Some profitable firms enjoyed P86.3 billion worth of tax perks in 2015, even if they did not need government support, the Department of Finance said Thursday.
Citing government data, Finance Undersecretary Karl Kendrick T. Chua said the same companies that received fiscal incentives actually paid out a bigger P141.8 billion in dividends to their shareholders that year.
“Such data showing that certain enterprises declared dividends that are way above the incentives they receive from the government prove that many of them are inherently profitable and no longer need such perks for their businesses to prosper here in the Philippines,” Chua said.
In the manufacturing sector, Chua said P37.3 billion in tax incentives was given away to some “favored and highly profitable” firms even as they disbursed P63.9 billion in dividends.
As for the services sector, fiscal perks amounting P31 billion were received by corporations that handed out dividends worth P47 billion, Chua added.

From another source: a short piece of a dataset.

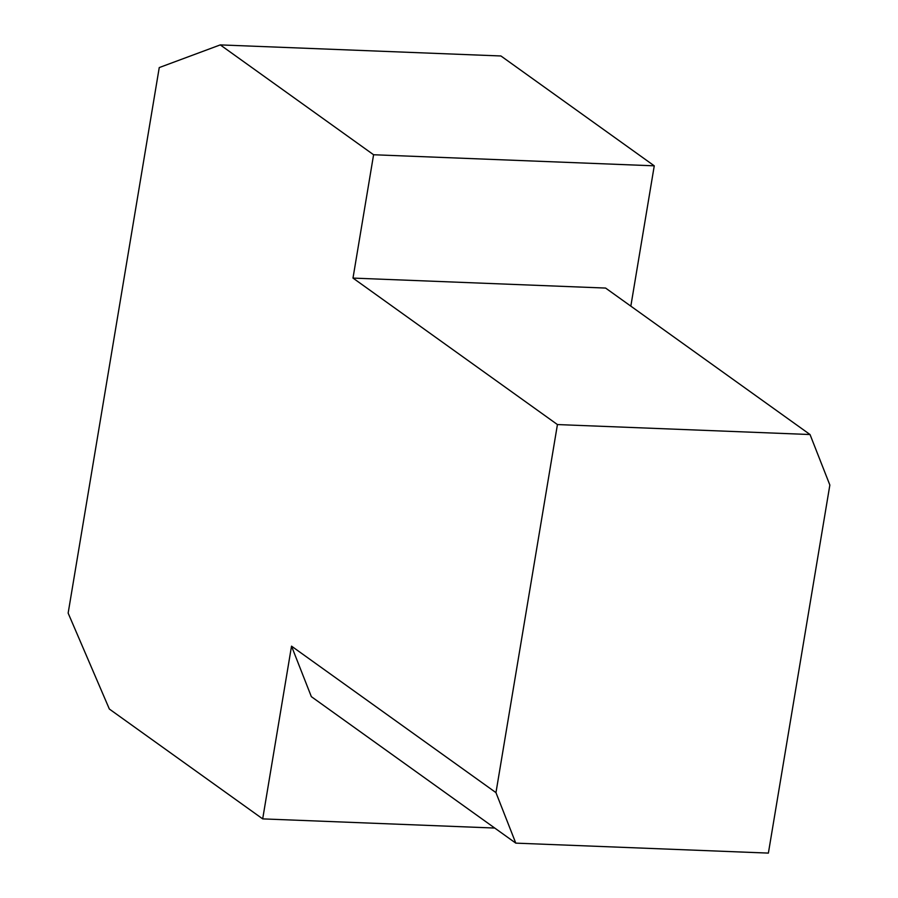 <?xml version="1.0" encoding="UTF-8"?>
<svg xmlns="http://www.w3.org/2000/svg" width="898" height="898" viewBox="0 0 898 898"><rect width="100%" height="100%" fill="white"/><g stroke="black" fill="none" stroke-linecap="round" stroke-linejoin="round"><path stroke-width="1.35" d="M810.03 434.531L605.6 288.067L352.993 278.088L557.434 424.563L810.03 434.531L829.853 485.032L768.385 853.1L515.789 843.132L311.348 696.657L291.524 646.156L495.965 792.631L515.789 843.132M630.834 306.139L654.26 165.827L500.938 55.979L220.268 44.9L373.59 154.748L352.993 278.088M557.434 424.563L495.965 792.631M291.524 646.156L262.687 818.886L109.354 709.038L68.147 613.121L159.249 67.575L220.268 44.9M262.687 818.886L494.731 828.046M373.59 154.748L654.26 165.827"/></g></svg>
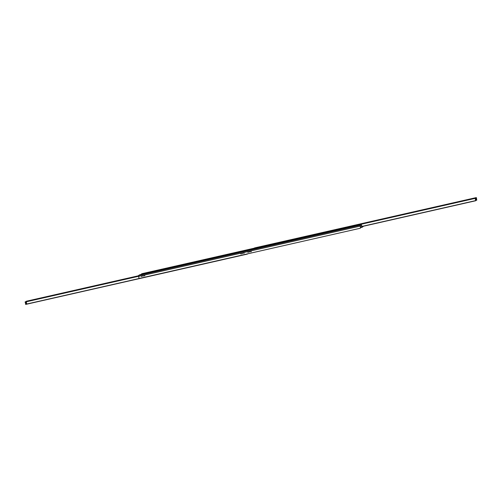 <?xml version="1.0" encoding="UTF-8"?>
<svg xmlns="http://www.w3.org/2000/svg" width="502" height="502" viewBox="0 0 502 502"><rect width="100%" height="100%" fill="white"/><g stroke="black" fill="none" stroke-linecap="round" stroke-linejoin="round"><path stroke-width="0.75" d="M356.79 225.693L354.537 226.226L356.79 225.693M340.532 229.383L338.279 229.916L340.532 229.383M324.273 233.079L322.02 233.606L324.273 233.079M308.008 236.768L305.762 237.302L308.008 236.768M291.75 240.458L289.497 240.991L291.75 240.458M275.491 244.154L273.239 244.681L275.491 244.154M259.233 247.844L256.98 248.377L259.233 247.844M242.974 251.533L240.722 252.067L242.974 251.533M226.709 255.229L224.463 255.756L226.709 255.229M210.451 258.919L208.198 259.452L210.451 258.919M194.192 262.609L191.94 263.142L194.192 262.609M177.934 266.305L175.681 266.832L177.934 266.305M161.675 269.994L159.423 270.528L161.675 269.994M145.411 273.684L143.164 274.217L145.411 273.684M253.937 248.302L141.922 273.703A0.533 0.521 -120.1 0 0 141.733 273.791M141.439 274.387A0.533 0.521 59.9 0 1 141.828 273.759M362.011 226.597L362.582 226.433L362.099 226.716L361.327 224.463L360.047 225.203L360.461 227.67A0.533 0.521 59.9 0 1 360.078 228.297L139.556 278.365A0.533 0.521 59.9 0 1 138.922 277.97L138.508 275.504L139.801 274.763M360.267 228.209A0.533 0.521 -120.1 0 0 360.561 227.613L360.172 225.718L361.446 224.978L362.212 227.237L363.542 226.22M250.78 251.264L251.1 251.809M247.938 251.91L248.252 252.456M243.671 252.882L243.985 253.422L243.671 252.882M240.822 253.529L241.142 254.068L240.822 253.529M144.381 275.422L144.701 275.968L144.381 275.422M141.539 276.069L141.853 276.615L141.539 276.069M249.387 251.634L249.651 252.086M242.271 253.253L242.535 253.698M142.988 275.793L143.252 276.244M251.201 251.496L251.056 251.841L250.73 251.289L251.201 251.496M248.352 252.142L248.208 252.487L247.888 251.935L248.352 252.142M244.085 253.108L243.941 253.454L243.621 252.908L244.085 253.108M241.236 253.755L241.092 254.1L240.772 253.548L241.236 253.755M144.796 275.654L144.651 276L144.331 275.447L144.796 275.654M141.953 276.301L141.809 276.646L141.489 276.094L141.953 276.301M249.726 251.828L249.337 251.659L249.726 251.828M242.61 253.447L242.221 253.272L242.61 253.447M143.327 275.987L143.202 276.276L142.938 275.818L143.327 275.987M254.031 248.245L141.922 273.703M361.327 224.463L139.776 274.763L361.327 224.463M362.212 227.237L360.461 227.67M25.978 302.75L25.878 302.273L26.066 302.775M26.135 303.352L26.386 303.785M26.022 303.352L26.173 303.974L26.035 303.352M247.969 253.755L245.898 254.225M25.815 304.319L247.398 254.087L25.859 304.381M25.351 301.784L138.489 276.1L25.351 301.784L25.608 304.369L26.826 304.093L26.33 302.028L25.113 302.304M26.267 301.256L138.458 275.78L26.267 301.256L26.223 301.589M471.108 198.936L469.985 199.2L471.108 198.936M454.85 202.632L453.72 202.89L454.85 202.632M438.591 206.322L437.462 206.586L438.591 206.322M422.333 210.012L421.203 210.275L422.333 210.012M406.068 213.701L404.945 213.965L406.068 213.701M389.809 217.397L388.686 217.661L389.809 217.397M373.551 221.087L372.421 221.351L373.551 221.087M357.292 224.777L356.163 225.04L357.292 224.777M341.034 228.473L339.904 228.736L341.034 228.473M324.775 232.162L323.646 232.426L324.775 232.162M308.51 235.852L307.387 236.116L308.51 235.852M292.252 239.548L291.122 239.812L292.252 239.548M275.993 243.238L274.864 243.501L275.993 243.238M259.735 246.928L258.605 247.191L259.735 246.928M475.589 199.852L475.708 199.256L476.122 199.727L475.526 199.363M475.67 199.539L476.078 199.771L475.764 199.231L475.67 199.539M476.084 198.579L475.513 198.911L475.67 200.605L475.124 198.202L476.141 197.619L476.749 200.154L476.103 198.566M474.101 198.221L473.323 198.403L474.101 198.221M256.397 247.731L255.618 247.913L256.397 247.731M254.602 247.919L476.141 197.619L254.602 247.919L253.585 248.503L253.654 248.91M476.649 200.216L475.777 200.411L476.649 200.216M475.733 200.744L362.005 226.565L475.733 200.744M25.909 302.888L25.79 302.38L25.909 302.888M25.916 302.963A0.339 0.326 -120.1 0 0 26.073 302.411A0.339 0.326 -120.1 0 0 25.52 302.537A0.339 0.326 -120.1 0 0 25.916 302.963M26.173 304.055A0.395 0.383 -120.1 0 0 26.361 303.409A0.395 0.383 -120.1 0 0 25.709 303.553A0.395 0.383 -120.1 0 0 26.173 304.055M26.054 302.794L25.809 302.373M26.33 302.028L26.826 304.093M26.474 301.708L25.251 301.984M26.317 301.796L25.1 302.072M475.934 199.225L476.047 199.721L475.896 199.219M476.392 197.631L476.749 200.016L476.185 197.681M255.731 247.9L256.302 247.762M473.43 198.39L474.001 198.252M144.488 275.403L144.764 275.887M141.646 276.05L141.922 276.533M243.777 252.864L244.054 253.341M240.929 253.51L241.205 253.987M360.091 226.12L138.552 276.42M138.508 275.504L360.047 225.203M361.572 225.26L360.574 225.486M362.199 227.237L360.561 227.613M360.373 226.835L361.873 226.496M27.014 303.967L245.911 254.269M26.48 301.74L138.527 276.301M25.251 301.846L138.496 276.131M26.192 301.52L138.477 276.025M26.167 301.313L138.458 275.818M476.021 199.25L476.429 199.156M475.796 198.742L476.222 198.648M476.122 199.727L476.542 199.633M475.708 200.229L476.58 200.028M361.961 226.421L475.67 200.605M253.598 248.678L475.137 198.378M253.585 248.503L475.124 198.202M250.856 251.797L251.169 251.722M247.837 252.205L248.333 252.092M249.306 251.872L249.707 251.778M250.68 251.558L251.182 251.446M247.831 252.123L248.295 252.023M249.306 251.791L249.657 251.709M250.674 251.477L251.138 251.376"/></g></svg>

“A total of P16.6 billion of income tax incentives were granted to the nonmanufacturing sector, which declared P30.5 billion in dividends. In the agriculture sector, companies received P500 million of such incentives and paid out P400 million in dividends, while an unspecified number of firms that reported no dividends were given income tax incentives amounting to P900 million,” according to Chua.
For Chua, this tax incentives regime was “grossly unfair” to small-and-medium enterprises (SMEs).
The pending Tax Reform for Attracting Better and High-quality Opportunities (Trabaho) bill contained the Duterte administration’s second tax package aimed at slashing the corporate income tax rate from 30 percent at present—the highest in Asean, while rationalizing the fiscal incentives being enjoyed by investors, as such perks are foregone revenues for the government.